I miss the man who was more than a dad, he was an example. He asked nothing he would not do himself, either from his kids or from his employees. And everyone respected him for that.
I miss him as a partner in life. He was more than a husband, he was again, an example. While I railed at God and screamed at him "How can you do this to us?" he said calmly..."He's here, and He has us."
I miss him as a friend. When people let us down--especially people for whom he had provided much, he said "It's okay, at least now we know who truly loved us and to whom "Let me know what we can do" is just nice words to make themselves feel better." It was Layne who coined the phrase, "Love is not a word, it's an action."
I miss him as a wise counselor. He often could see through people in ways I could not. He sensed when someone was going to harm us, and he sensed when people had needs..

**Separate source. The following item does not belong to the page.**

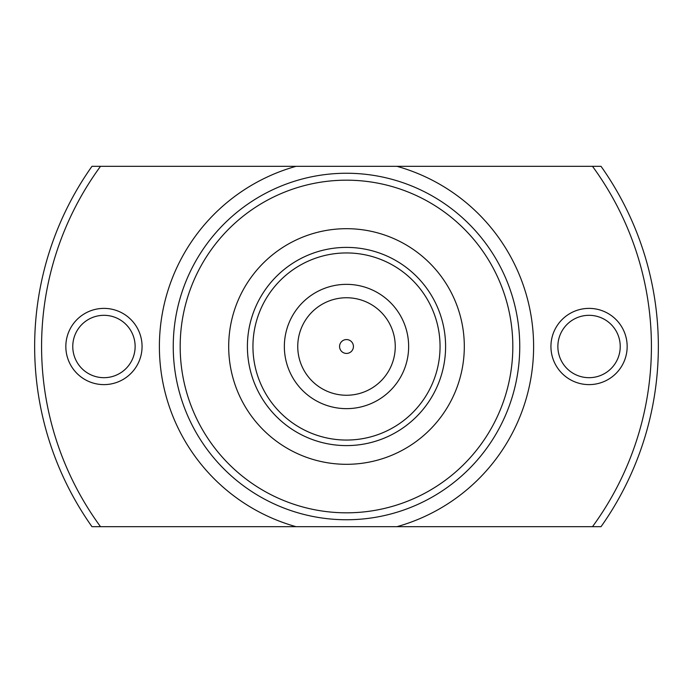 <?xml version="1.0" encoding="UTF-8"?>
<svg xmlns="http://www.w3.org/2000/svg" width="693" height="693" viewBox="0 0 693 693"><rect width="100%" height="100%" fill="white"/><g stroke="black" fill="none" stroke-linecap="round" stroke-linejoin="round"><path stroke-width="1.04" d="M41.58 346.5A304.92 304.92 0 0 0 100.511 526.68L91.97 526.68A311.85 311.85 0 0 1 91.97 166.32L100.511 166.32A304.92 304.92 0 0 0 41.58 346.5M512.82 346.5A166.32 166.32 0 0 0 346.5 180.18A166.32 166.32 0 0 0 180.18 346.5A166.32 166.32 0 0 0 346.5 512.82A166.32 166.32 0 0 0 512.82 346.5M173.25 346.5A173.25 173.25 0 0 1 346.5 173.25A173.25 173.25 0 0 1 519.75 346.5A173.25 173.25 0 0 1 346.5 519.75A173.25 173.25 0 0 1 173.25 346.5M627.165 346.5A38.115 38.115 0 0 1 589.05 384.615A38.115 38.115 0 0 1 550.935 346.5A38.115 38.115 0 0 1 589.05 308.385A38.115 38.115 0 0 1 627.165 346.5M557.865 346.5A31.185 31.185 0 0 0 589.05 377.685A31.185 31.185 0 0 0 620.235 346.5A31.185 31.185 0 0 0 589.05 315.315A31.185 31.185 0 0 0 557.865 346.5M142.065 346.5A38.115 38.115 0 0 1 103.95 384.615A38.115 38.115 0 0 1 65.835 346.5A38.115 38.115 0 0 1 103.95 308.385A38.115 38.115 0 0 1 142.065 346.5M72.765 346.5A31.185 31.185 0 0 0 103.95 377.685A31.185 31.185 0 0 0 135.135 346.5A31.185 31.185 0 0 0 103.95 315.315A31.185 31.185 0 0 0 72.765 346.5M100.511 526.68L592.489 526.68A304.92 304.92 0 0 0 592.489 166.32L100.511 166.32M464.31 346.5A117.81 117.81 0 0 1 346.5 464.31A117.81 117.81 0 0 1 228.69 346.5A117.81 117.81 0 0 1 346.5 228.69A117.81 117.81 0 0 1 464.31 346.5M592.489 166.32L601.03 166.32A311.85 311.85 0 0 1 601.03 526.68L592.489 526.68M346.5 353.43A6.93 6.93 0 0 0 353.43 346.5A6.93 6.93 0 0 0 346.5 339.57A6.93 6.93 0 0 0 339.57 346.5A6.93 6.93 0 0 0 346.5 353.43M346.5 440.055A93.555 93.555 0 0 1 252.945 346.5A93.555 93.555 0 0 1 346.5 252.945A93.555 93.555 0 0 1 440.055 346.5A93.555 93.555 0 0 1 346.5 440.055M296.05 526.68A187.11 187.11 0 0 1 296.05 166.32M396.95 166.32A187.11 187.11 0 0 1 396.95 526.68M346.5 247.401A99.099 99.099 0 0 1 445.599 346.5A99.099 99.099 0 0 1 346.5 445.599A99.099 99.099 0 0 1 247.401 346.5A99.099 99.099 0 0 1 346.5 247.401M346.5 395.253A48.753 48.753 0 0 1 297.747 346.5A48.753 48.753 0 0 1 346.5 297.747A48.753 48.753 0 0 1 395.253 346.5A48.753 48.753 0 0 1 346.5 395.253M346.5 408.645A62.145 62.145 0 0 1 284.355 346.5A62.145 62.145 0 0 1 346.5 284.355A62.145 62.145 0 0 1 408.645 346.5A62.145 62.145 0 0 1 346.5 408.645"/></g></svg>

I miss him as a man. He was a man's man. Always doing so much--I remember clearly when he picked up the car...and when he put a refrigerator in our Escort wagon... I remember him working 16-18 hours sleeping for four and going back in to work. He provided well, and he used his back and his wonderful hands to do that.
I miss him as the center of our family. I always knew that. I realized that I was part of the family, but he was the hub that we all revolved around. He kept the boys on the narrow path. He loved the girls, more than they would ever know. He kept the family working together, with all those different personalities and viewpoints.
I miss him mostly as part of me, part of my soul. We thought the same thoughts. We often completed one another's sentences. We believed the same. We would play a number game, and we nearly always could guess one another's numbers. Our faith was the same--we believed in being members of Christ's church not "a" church. We believed in teaching our own kids, not relying on a church to do it for us. We believed that Christ had came to make change, and that if there is no change, there is no evidence of Christ. We expected much of each other as Christians, and he held me to a strong and strict standard.
I miss him...and I honor him. For there will never be another Layne. He has put a piece of himself into five children. He has given them a love of fine woods, good people, doing for others and hard work. He has provided them an example that you can rise above whatever your circumstances, and you can create a life worth living. He has left in each of them a kindness and a wit, that is unmatched.
He would tell the kids, when their jokes went too long..."Brevity is the soul of wit." There was none more funny or witty than Layne. And truly, that may be why he was taken so soon. His life was brief, but it touched so many.
I was honored to be his wife and co-parent. I was honored to be lifted by his laughter and held always by his hand on the beach, and in life.
Happy Birthday to a man who spoiled me and loved me and the kids, above all others, except God. To Layne...who indeed, did tell us he was sick!